What was always consistent was the sheer 'bigness' of the sound, a massive stage in all three dimensions, and with rich, fast, crisp bottom octaves that hint at something else which is pure speculation on my part: this amplifier was born to work in a multi-channel system fed a fair share of movies. Its 'feel' is for excitement rather than finesse, and it loves a challenge: bombastic music, speedy transients, rapid level changes - none of these will faze it.
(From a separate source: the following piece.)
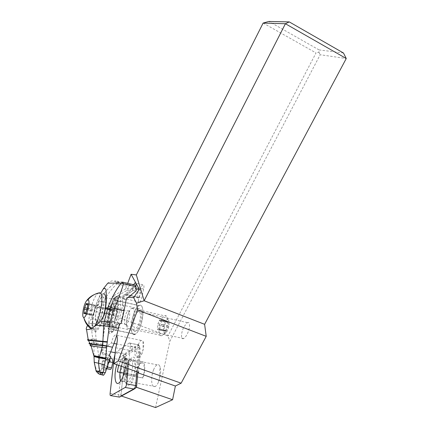 <?xml version="1.0" encoding="UTF-8"?>
<svg xmlns="http://www.w3.org/2000/svg" width="429" height="429" viewBox="0 0 429 429"><rect width="100%" height="100%" fill="white"/><g stroke="black" fill="none" stroke-linecap="round" stroke-linejoin="round"><path stroke-width="0.32" stroke-dasharray="2.15 1.61" d="M155.55 407.55L169.852 341.243L320.184 54.735L346.257 58.516M187.065 322.865L187.468 322.651C190.385 321.09 190.149 328.759 187.012 334.459C185.837 336.631 184.701 337.982 183.596 338.519C180.614 340.063 180.958 332.319 184.025 326.742L187.065 322.865M128.266 297.388L122.876 297.088L122.045 298.037L121.042 296.986L112.328 296.498L106.274 312.795L167.932 336.004L169.852 341.243M110.655 351.844L101.7 350.187L106.274 312.795M101.7 350.187L111.363 342.986L112.462 339.291C113.342 337.038 114.248 335.612 115.187 335.011L116.672 335.376M118.913 326.212C117.809 328.276 116.736 329.617 115.701 330.239C111.267 333.199 111.02 319.085 115.095 308.842C116.667 304.788 118.286 302.225 119.954 301.169C124.233 298.139 124.726 312.081 120.485 322.705L120.141 323.573M138.519 299.244C138.374 301.437 138.739 302.391 139.623 302.107C140.481 301.523 141.184 300.128 141.72 297.924L143.924 287.553C144.058 285.419 143.688 284.497 142.825 284.786C141.956 285.376 141.248 286.776 140.707 288.985L138.519 299.244M122.876 297.088L135.307 289.146L135.811 286.878M127.703 283.328L125.59 288.958L132.411 289.087L121.042 296.986M132.411 289.087L133.628 284.722M135.307 289.146L136.09 289.162M125.59 288.958L112.328 296.498M263.138 23.053L316.034 52.939L167.932 336.004M133.542 388.931L120.903 395.865L121.45 396.047M120.903 395.865L125.198 354.531L115.176 352.681M125.198 354.531L135.543 347.554L116.785 344.01M111.363 342.986L114.012 343.49M115.723 347.774L140.514 352.284L140.203 353.121C139.318 355.314 138.385 356.697 137.398 357.26C134.963 357.534 134.341 354.3 135.543 347.554M138.347 344.6C135.827 350.654 136.352 359.384 139.216 357.614L142.026 353.491C143.833 348.225 144.155 344.096 142.996 341.087L141.184 340.422C140.181 340.991 139.232 342.385 138.347 344.6M140.514 352.284L138.664 372.324M119.042 397.039L118.774 394.894L121.016 394.825L121.289 395.656L134.931 388.17M128.534 364.972C129.606 362.285 130.743 360.596 131.944 359.899C135.451 357.582 136.191 368.988 132.904 376.893C131.837 379.536 130.716 381.204 129.542 381.885C125.933 384.159 125.343 372.645 128.534 364.972M153.603 369.766C150.37 377.305 151.34 388.712 155.175 386.524C156.365 385.907 157.486 384.389 158.537 381.971L158.671 381.644C160.816 375.589 161.234 370.484 159.92 366.339C159.234 364.8 158.306 364.291 157.143 364.811C155.866 365.476 154.687 367.127 153.603 369.766M343.468 53.003L319.02 49.893L318.945 52.225L316.034 52.939M318.945 52.225L320.184 54.735M319.02 49.893L268.913 21.45M140.138 326.957C144.417 316.484 143.554 302.622 139.044 305.545C137.28 306.569 135.607 309.078 134.025 313.084C129.907 323.187 130.518 337.221 135.194 334.352C136.91 333.36 138.556 330.893 140.138 326.957M135.264 315.894C136.186 313.578 137.151 312.119 138.17 311.529C140.814 309.835 141.286 317.916 138.819 323.959C137.897 326.255 136.937 327.697 135.934 328.276C133.237 329.949 132.851 321.814 135.264 315.894M133.8 334.448C128.228 333.875 132.985 308.194 139.017 305.711L140.208 305.432C145.973 304.965 141.447 331.579 135.215 334.186L133.8 334.448M134.486 331.354L135.58 331.145C140.476 329.102 144.064 308.199 139.538 308.483L138.578 308.703C133.805 310.666 130.078 330.984 134.486 331.354M109.47 329.322L110.773 329.027C116.565 326.265 121.482 299.308 116.184 299.914L115.085 300.225C109.481 302.863 104.381 328.855 109.47 329.322M115.481 303.003C119.637 302.617 115.744 323.782 111.197 325.949L110.189 326.185C106.161 325.906 110.167 305.335 114.597 303.249L115.481 303.003M167.68 319.616L167.723 319.621C170.254 319.696 169.133 329.772 166.264 332.389L164.833 333.049C161.572 332.754 164.527 318.881 167.68 319.616M164.232 330.137L164.312 331.108L165.406 330.33L166.195 331.413L168.324 325.884L168.216 321.509L167.106 322.313L166.329 321.273L165.926 322.141L164.527 325.305L164.232 330.137L157.481 328.668L157.497 325.268L159.197 320.64L159.599 319.771L160.355 320.806L161.443 319.996L161.518 324.383L159.395 329.939L158.633 328.855L157.55 329.644L157.481 328.668M161.036 335.762C156.73 335.381 159.803 317.401 164.398 315.755L165.396 315.588C169.182 315.621 167.471 330.856 163.176 334.786L162.092 335.596L161.036 335.762M132.529 308.14L131.687 308.338C127.493 310.135 124.088 328.421 127.949 328.7L128.898 328.501C133.194 326.646 136.486 307.888 132.529 308.14M108.414 324.528C104.826 324.313 108.435 305.85 112.382 303.968L113.17 303.748C116.86 303.421 113.342 322.372 109.304 324.313L108.414 324.528M101.662 301.137L100.906 301.367C97.11 303.303 93.383 321.873 96.798 322.045L97.656 321.82C101.539 319.825 105.191 300.767 101.662 301.137M103.024 317.422C100.944 323.68 98.793 327.617 96.568 329.225L95.04 329.601C89.243 328.973 95.678 297.394 102.145 294.101L103.389 293.704M98.638 292.975L97.871 293.457C92.267 297.308 86.277 323.117 89.956 327.901M90.862 328.711L92.551 328.383L94.224 326.716M93.308 305.957L91.618 310.8L91.339 315.277L92.251 314.414L92.771 315.481L94.503 311.191L95.125 305.169L94.208 306.065L93.742 305.024L93.308 305.957L87.639 304.697M96.005 370.903L97.142 371.031C95.726 368.13 94.841 365.208 94.493 362.269L98.397 363.031L98.632 356.901L94.187 356.504L94.235 362.264M99.142 371.058L97.142 371.031L99.131 370.506L99.174 371.46C99.319 373.209 99.807 374.254 100.654 374.597L102.081 374.849C101.405 374.447 101.126 373.128 101.239 370.881L103.132 354.198L101.812 352.992L101.711 352.096L102.343 344.24L104.912 325.74L96.225 323.949L96.959 319.905L100.922 307.25L96.933 305.094C101.453 294.562 110.044 286.315 115.079 283.194L107.797 283.151M110.317 356.638L103.132 354.198M102.081 374.849L100.654 374.597M102.708 357.244L98.643 356.488L98.632 356.901M101.239 370.881L99.131 370.506L98.397 363.031M99.217 373.938L97.185 371.176L99.174 371.46M98.638 356.687L94.015 356.499M94.187 356.108L94.192 355.813L98.643 356.488L93.994 356.295M98.643 356.258L97.286 345.361L94.005 345.055L93.94 355.807M93.913 355.62L98.643 356.097M97.286 345.361L96.766 343.157L93.704 342.776L93.763 343.146L89.731 343.506M90.717 345.318L94.005 345.055L93.763 343.146L96.852 343.5M93.704 342.776L92.927 339.033L88.074 339.452M102.343 344.24L96.766 343.157L96.16 339.087L92.927 339.033C91.763 333.783 91.479 328.619 92.079 323.536L88.508 323.718L87.559 325.423M96.23 323.89L92.085 323.466L88.508 323.718M92.085 323.466L92.782 319.074L91.002 319.197L93.581 313.073L95.64 305.679L100.815 293.109M88.519 323.691L91.002 319.197M96.959 319.905L92.787 319.074C93.913 313.481 94.653 311.282 96.273 306.74L95.286 306.853M96.933 305.094L96.273 306.74L100.359 308.58M105.716 289.001L104.714 288.497M93.581 313.073C91.211 324.303 92.567 333.714 96.493 330.952C99.394 328.7 102.005 323.294 104.327 314.741M102.375 312.484C101.046 317.91 99.464 321.364 97.624 322.849C95.152 323.369 94.67 319.632 96.171 311.636L97.19 307.175C98.514 301.78 100.107 298.337 101.957 296.841C104.386 296.23 104.874 299.914 103.416 307.883L102.375 312.484L115.771 315.353L116.785 310.784C118.179 302.863 117.6 299.19 115.047 299.764C113.122 301.228 111.508 304.638 110.205 309.995L108.634 317.948C108.381 319.766 108.859 321.273 110.06 322.474C109.416 319.294 109.658 315.095 110.779 309.872C112.532 302.665 114.715 298.069 117.326 296.096L121.016 296.927C123.214 296.342 123.632 296.911 122.27 298.638L122.152 299.329C122.673 302.424 122.415 306.408 121.38 311.293C120.115 316.752 118.458 320.871 116.398 323.659L114.747 323.31C120.892 315.985 123.026 291.865 117.326 296.096L114.135 298.262C113.529 299.056 112.248 300.981 110.43 306.44C109.304 310.414 108.703 314.248 108.634 317.948M134.636 284.958L130.153 285.087L128.813 286.61L126.694 290.578L113.669 298.096L117.401 298.332L121.016 296.927M130.625 284.953L118.243 282.293L116.94 283.842L128.813 286.61M117.256 282.191L115.079 283.194L116.94 283.842C110.51 289.822 105.175 297.624 100.922 307.25L110.269 309.277L113.159 298.734L113.669 298.096M110.269 309.277L107.641 321.015L105.668 322.367L104.912 325.74M92.079 323.536L96.225 323.949C95.442 329.102 95.42 334.148 96.16 339.087M136.208 290.83L132.684 290.733C132.845 288.561 132.507 287.623 131.676 287.913L130.041 290.664L126.694 290.578M132.684 290.733L124.839 295.093C124.319 294.846 125.509 293.726 128.405 291.72L130.041 290.664M110.06 322.474L111.685 322.812C111.031 319.632 111.261 315.433 112.382 310.215C113.454 305.561 114.875 301.812 116.64 298.965L117.401 298.332M105.668 322.367L107.395 322.678L108.092 324.056L109.009 331.794C109.406 334.153 110.291 334.352 111.669 332.389L116.077 325.016C116.227 324.217 117.106 323.611 118.72 323.203L121.3 323.391M118.72 323.203L112.468 332.212C111.846 332.534 111.443 332.089 111.272 330.872L110.323 323.139L109.384 321.316L107.641 321.015M111.685 322.812C111.948 325.842 112.8 327 114.248 326.287L116.398 323.659M108.719 317.101C108.612 306.295 116.259 291.404 118.066 299.19C118.967 304.52 117.964 310.816 115.058 318.077C114.109 322.238 114.007 323.981 114.747 323.31M115.058 318.077L115.771 315.353M137.575 293.827C138.084 291.688 138.76 290.331 139.591 289.757C140.658 289.554 140.943 290.948 140.439 293.94C139.924 296.085 139.248 297.447 138.422 298.021C137.344 298.214 137.065 296.814 137.575 293.827M107.4 367.085L106.741 367.396L107.754 362.816L108.612 362.344L107.835 365.857M107.776 362.918C107.974 358.842 107.389 356.864 106.022 356.971C105.041 357.293 104.065 358.692 103.089 361.164L103.791 360.891L106.076 357.641L106.783 357.571C107.674 357.984 108.081 359.615 108.006 362.457M103.791 360.891L104.52 360.832L103.48 365.503L102.091 365.642L102.274 369.09L105.159 370.281L106.778 368.801M110.661 369.423L107.556 368.184L107.432 366.221L108.601 360.955L110.564 358.306L107.926 357.813L105.968 360.467L104.558 360.843M107.556 368.184L103.598 367.632L102.274 369.09M103.598 367.632L103.48 365.503L107.432 366.221M108.601 360.955L105.968 360.467M109.872 359.513L108.794 357.668L107.926 357.813M108.987 362.376L108.655 362.355M142.374 362.902L141.254 363.041C138.739 364.95 137.071 369.09 136.256 375.455L135.837 375.295C136.808 368.361 138.658 363.878 141.388 361.845L142.637 361.69C145.216 362.205 145.506 371.192 143.066 378.051L142.626 377.885C144.916 371.761 144.734 363.379 142.374 362.902M142.626 377.885L124.142 374.565L143.066 378.051M124.008 373.182L136.256 375.455M121.214 366.259C122.313 362.854 123.547 360.725 124.909 359.872L125.976 359.716C128.201 360.167 128.223 368.602 125.938 374.796M135.837 375.295L117.514 371.809C118.318 366.253 119.777 361.904 121.89 358.762L124.072 356.928L124.855 356.944C127.483 357.459 127.66 367.133 125.07 374.812M126.662 375.021C129.102 368.082 128.984 359.035 126.55 358.553L125.359 358.724C122.737 360.805 120.898 365.336 119.852 372.324M118.667 365.374L121.337 359.556L123.332 357.883L124.056 357.899C126.496 358.381 126.598 367.519 124.142 374.565M137.918 372.066L140.095 348.589L139.613 346.761L138.004 344.755L129.29 342.975C130.175 342.685 130.539 343.699 130.384 346.021L128.11 368.656M129.29 342.975L116.559 351.914L114.967 354.526M116.79 364.72C118.211 360.151 119.825 357.18 121.632 355.818L122.431 355.437C125.129 355.421 126.04 359.486 125.161 367.632M138.004 344.755L138.331 344.669C139.017 344.814 139.291 345.86 139.157 347.806L136.921 371.718M139.355 346.846L126.378 355.528C125.515 356.301 124.936 357.813 124.624 360.054L122.442 360.162C122.892 356.907 123.74 354.713 124.984 353.576L126.378 355.528M129.193 343.034L137.902 344.819L124.984 353.576L116.559 351.914M110.114 393.409L118.774 394.894L122.442 360.162L114.023 358.537M121.016 394.825L124.624 360.054M131.842 357.818L130.995 358.537C125.488 363.561 122.941 385.682 128.051 385.306L129.167 384.99C135.966 381.671 138.664 352.547 131.842 357.818M127.129 382.121C132.534 379.467 134.963 356.059 129.563 359.631L128.673 360.333C124.147 364.473 122.029 382.775 126.212 382.395L127.129 382.121M120.007 372.436C120.983 365.706 122.748 361.213 125.295 358.955L125.96 358.649C130.588 356.821 128.335 377.44 123.413 381.059L122.914 381.408L120.833 380.839M127.231 294.53L141.72 297.924M138.755 297.764L124.415 294.407M143.688 289.039L135.757 287.135M132.856 287.103L140.707 288.985M125.499 324.56C122.941 324.442 125.225 312.178 128.003 310.966L128.571 310.827C131.172 310.714 128.936 323.187 126.115 324.426L125.499 324.56M115.648 307.925L115.101 308.07C112.43 309.32 110.06 321.664 112.495 321.755L113.084 321.611C115.792 320.334 118.125 307.775 115.648 307.925M87.452 308.295L91.972 309.293M91.618 310.8L86.862 309.754M84.674 312.832L91.356 314.285M84.127 313.486L91.533 315.095M85.446 313.712L92.61 315.267M85.703 312.939L93.152 314.559M87.049 309.55L94.503 311.191M87.409 308.017L94.863 309.663M94.423 306L95.115 306.156M87.811 303.77L94.932 305.362M86.47 303.598L93.844 305.244M164.221 326.748L157.497 325.268M159.197 320.64L165.926 322.141M157.808 323.82L164.527 325.305M166.549 321.482L159.813 319.98M167.975 321.68L161.213 320.168M168.302 322.474L161.524 320.962M168.324 325.884L161.518 324.383M168.012 327.348L161.207 325.852M166.591 330.539L159.792 329.059M165.964 331.193L159.17 329.719M164.543 330.947L157.781 329.477M102.091 365.642L103.089 361.164M105.159 370.281L106.762 367.497M96.777 343.205L93.715 342.841L89.586 343.211M96.23 339.564L88.218 339.886M100.761 307.62L96.74 305.55L95.64 305.679M122.823 282.18L114.747 280.754L118.699 282.153L117.294 282.185L113.063 281.118C112.318 280.459 110.564 281.134 107.802 283.145M96.23 323.911L92.085 323.487M101.711 352.096L109.626 354.719M122.27 298.638L126.308 298.89M125.938 299.576L122.152 299.329M116.64 298.965L113.159 298.734M109.213 314.425L96.171 311.636M116.785 310.784L103.416 307.883M97.19 307.175L110.205 309.995M107.395 322.678L109.384 321.316M115.964 325.536L117.289 324.48L119.219 324.833M110.323 323.139L108.092 324.056M109.009 331.794L111.272 330.872M113.283 331.306L111.781 331.869L111.669 332.389M112.468 332.212L111.61 332.11L116.077 325.016L117.584 324.458M119.353 323.053C118.318 322.946 117.626 323.423 117.289 324.48M106.564 368.833L107.127 367.857M104.252 367.589L107.314 368.817M121.289 395.656L119.493 397.12M134.234 389.055L136.079 387.537M130.384 346.021L139.157 347.806L140.095 348.589M139.623 302.107L122.045 298.037M142.825 284.786L135.714 283.06M139.216 357.614L137.398 357.26M141.184 340.422L115.187 335.011M155.175 386.524L129.542 381.885M157.143 364.811L131.944 359.899M158.537 381.971L159.706 376.292L159.92 366.339M141.452 354.799L143.088 349.581L142.996 341.087M119.954 301.169L139.044 305.545M115.701 330.239L135.194 334.352M183.596 338.519L135.934 328.276M187.468 322.651L138.17 311.529M110.773 329.027L135.215 334.186M115.085 300.225L139.017 305.711M114.597 303.249L138.578 308.703M111.197 325.949L135.58 331.145M131.687 308.338L164.398 315.755M128.003 310.966L129.848 311.025C128.695 312.092 127.59 315.605 126.517 321.562C126.678 326.287 127.054 328.051 127.644 326.86L127.762 326.485C128.035 326.072 127.488 325.386 126.115 324.426L113.084 321.611L111.004 321.702C112.505 322.452 116.452 303.491 113.454 305.41L113.32 305.882C113.015 306.274 113.61 307.003 115.101 308.07L128.003 310.966M100.906 301.367L112.382 303.968M98.236 293.195L102.145 294.101M97.871 293.457L94.144 294.675M91.709 328.271L92.192 328.587M92.551 328.383L96.568 329.225M91.398 315.261L83.998 313.658M92.026 314.478L85.671 313.095M85.022 312.956L84.61 312.87M92.771 315.481L85.323 313.862M95.066 305.191L87.773 303.555M93.688 305.046L86.433 303.421M97.656 321.82L109.304 324.313M128.898 328.501L162.092 335.596M167.723 319.621L165.396 315.588M166.264 332.389L163.176 334.786M166.329 321.273L159.599 319.771M167.38 322.265L160.623 320.758M168.141 321.519L161.368 320.007M166.195 331.413L159.395 329.939M165.122 330.378L158.349 328.904M164.387 331.097L157.625 329.628M96.493 330.952L89.082 329.456M130.153 285.087L117.294 282.185M109.556 355.614L101.786 353.003M97.624 322.849L114.248 326.287M101.957 296.841L115.047 299.764M131.676 287.913L139.591 289.757M125.257 295.023L138.422 298.021M107.754 362.848C107.663 355.11 105.743 357.588 106.161 357.416L107.631 358.027M107.754 362.811L106.73 367.428M105.314 369.803L106.773 367.267M124.909 359.872L141.254 363.041M125.359 358.724L141.388 361.845M125.836 358.537L124.072 356.928M121.337 359.556L121.89 358.762M125.332 359.7L123.332 357.883M139.613 346.761L138.331 344.669M126.212 382.395L128.051 385.306M128.673 360.333L130.995 358.537M122.914 381.408L127.064 382.159M125.488 358.837L129.563 359.631M125.96 358.649L122.431 355.437M123.413 381.059L119.251 382.738"/><path stroke-width="0.64" d="M204.617 324.319L144.144 300.75L285.408 23.734L346.257 58.516L204.617 324.319L206.215 336.336L137.645 310.028L118.206 360.875L113.942 363.728L115.723 347.774C117.487 342.192 117.803 338.057 116.672 335.376M175.381 386.02L137.848 372.806L136.502 387.307L172.597 399.737L175.381 386.02L181.135 383.183L206.215 336.336M172.597 399.737L155.55 407.55L121.45 396.047M263.138 23.053L285.408 23.734L289.275 21.906L268.913 21.45L263.138 23.053L136.336 274.935L144.144 300.75L136.497 303.223L133.676 297.688L128.266 297.388M136.09 289.162L139.243 289.221L131.102 274.265L136.336 274.935M139.243 289.221L133.676 297.688M137.645 310.028L136.497 303.223M120.141 323.573L118.913 326.212M133.628 284.722L134.958 282.872C135.8 282.577 136.149 283.499 135.998 285.644L135.811 286.878M131.102 274.265L127.703 283.328M115.176 352.681L110.655 351.844M114.012 343.49L116.785 344.01M137.848 372.806L138.664 372.324L113.942 363.728M181.135 383.183L118.206 360.875M136.502 387.307L134.234 389.055L125.188 387.451L110.789 395.635C110.21 395.806 109.985 395.061 110.114 393.409L114.023 358.537L114.967 354.526M134.931 388.17L133.542 388.931M346.257 58.516L343.468 53.003L289.275 21.906M103.389 293.704C106.8 293.404 106.714 306.22 103.024 317.422M94.224 326.716C100.643 319.004 104.692 291.881 99.458 292.793L98.638 292.975M89.956 327.901L90.862 328.711M87.897 299.85L86.529 300.831C83.591 304.397 81.381 317.363 83.741 317.401L83.741 317.401C86.62 318.372 91.045 299.603 87.897 299.85C91.012 296.09 94.863 293.736 99.458 292.793M85.945 304.322L86.326 303.4L86.814 304.418L87.714 303.512L87.409 308.017L85.323 313.862L84.829 312.8L83.939 313.674L84.261 309.18L85.945 304.322L87.639 304.697M94.235 362.264L98.606 363.24C98.863 366.881 99.426 369.932 100.3 372.399L102.998 372.71L101.909 374.844L100.745 374.469L101.92 374.844M104.36 364.768L98.606 363.24L99.19 357.883L105.668 358.993L103.164 372.222L100.295 372.528L96.005 370.903M94.015 356.499L94.235 362.392L96.069 371.058C97.721 373.327 99.276 374.463 100.74 374.469L100.295 372.528L102.88 373.058M90.717 345.318C89.747 345.484 89.881 345.704 91.12 345.978L106.59 347.962L105.786 358.108L99.426 357.008L102.719 345.243L106.762 345.865L109.245 326.533L118.425 328.426C116.881 335.355 114.913 341.618 112.516 347.211L109.626 354.719L109.551 355.587L110.73 356.778L105.303 372.603L103.164 372.222L102.998 372.71M105.303 372.603L103.63 375.144L102.96 375.236M110.73 356.778L110.317 356.638M100.654 374.597L99.217 373.938M93.913 355.62L99.426 357.008L99.212 357.802L109.797 359.765M99.19 357.883L94.021 356.537L105.679 358.928M105.786 358.108L105.7 358.762M89.586 343.211C88.728 343.382 88.83 343.591 89.897 343.833L102.719 345.243L103.657 325.858L104.247 321.391L100.461 321.149L96.193 325.252L109.256 326.464L109.963 322.49L104.247 321.391L108.339 306.274C112.543 296.316 116.822 288.604 121.176 283.151L107.802 283.145M87.559 325.423C86.267 327.794 85.929 329.177 86.54 329.59L89.082 329.456C90.846 328.92 93.211 327.525 96.166 325.273L109.256 326.464M100.815 293.109L103.362 288.776C103.791 288.202 104.579 288.277 105.716 289.001C106.301 290.283 106.842 300.659 105.561 307.765L104.327 314.741L100.461 321.149M104.714 288.497L103.255 288.931M109.963 322.49L113.637 310.033L107.749 307.877L105.561 307.765M118.425 328.426L119.219 324.833C119.557 323.766 120.254 323.284 121.3 323.391L124.045 310.886L114.184 308.735L108.339 306.274M113.637 310.033L114.184 308.735C118.425 298.622 121.557 290.315 123.584 283.816L121.176 283.151L122.517 282.105L123.584 283.816L135.779 286.674L136.208 290.83L126.308 298.89L124.045 310.886M122.823 282.18L134.636 284.958L135.779 286.674M106.59 347.962L106.719 346.09L112.516 347.211M89.731 343.506C88.862 343.683 88.969 343.892 90.052 344.133L106.714 346.155M106.762 345.865L102.692 345.447M88.218 339.886C87.468 340.041 87.532 340.224 88.412 340.428L107.282 342.176M109.25 326.485L103.657 325.858M107.127 367.857L107.4 367.085M107.835 365.857L107.556 367.106L111.578 367.835L110.661 369.423L106.778 368.801M110.564 358.306C111.931 357.684 112.666 359.068 112.763 362.467L111.578 367.835M108.987 362.376L110.087 361.969L109.872 359.513M110.087 361.969L112.763 362.467M118.667 365.374L117.289 371.841L124.008 373.182M119.943 372.426L121.214 366.259M119.042 397.039L119.493 397.12L134.234 389.055L125.188 387.451C125.869 386.899 126.33 385.719 126.576 383.912L128.11 368.656M125.161 367.632C123.943 374.935 121.975 379.971 119.251 382.738L118.726 383.118C114.8 385.768 113.733 374.351 116.79 364.72M136.921 371.718L135.628 385.532L134.481 388.856M136.175 387.462L136.604 386.223L137.918 372.066M120.833 380.839C119.868 379.204 119.594 376.399 120.007 372.436M91.709 328.271C87.789 325.541 85.135 321.922 83.746 317.417L83.746 317.417C84.84 322.104 87.237 325.858 90.927 328.678M84.62 307.673L87.452 308.295M86.862 309.754L84.261 309.18M83.966 312.677L84.674 312.832M85.173 313.653L85.446 313.712M87.527 303.705L87.811 303.77M93.94 355.807L105.765 358.29M93.994 356.295L91.12 345.978L88.256 339.983L107.33 341.736M88.074 339.452C87.339 339.607 87.398 339.784 88.256 339.983L86.54 329.59M105.373 308.971L107.33 309.073L113.224 311.122M119.493 397.12L110.789 395.635M136.604 386.223L135.628 385.532L126.576 383.912M135.714 283.06L134.958 282.872M94.144 294.675C91.066 296.058 88.53 298.112 86.529 300.826M85.671 313.095L85.022 312.956M87.698 304.499L87.028 304.349M101.979 374.855L103.63 375.144M107.797 283.151L103.362 288.776"/></g></svg>

All of which makes the Rotel a challenging product at a time when blandness is the norm. It could even breathe new life into our jaded old hobby. The RB-1092 is - back to the aforementioned revolution - one of the first amplifiers of the Class-D/post-CE regulations variety for which no apologies need to be made. Any concerns that I have voiced can be address by cables, choice of speaker and the mandatory use of a pre-amp with remote volume control.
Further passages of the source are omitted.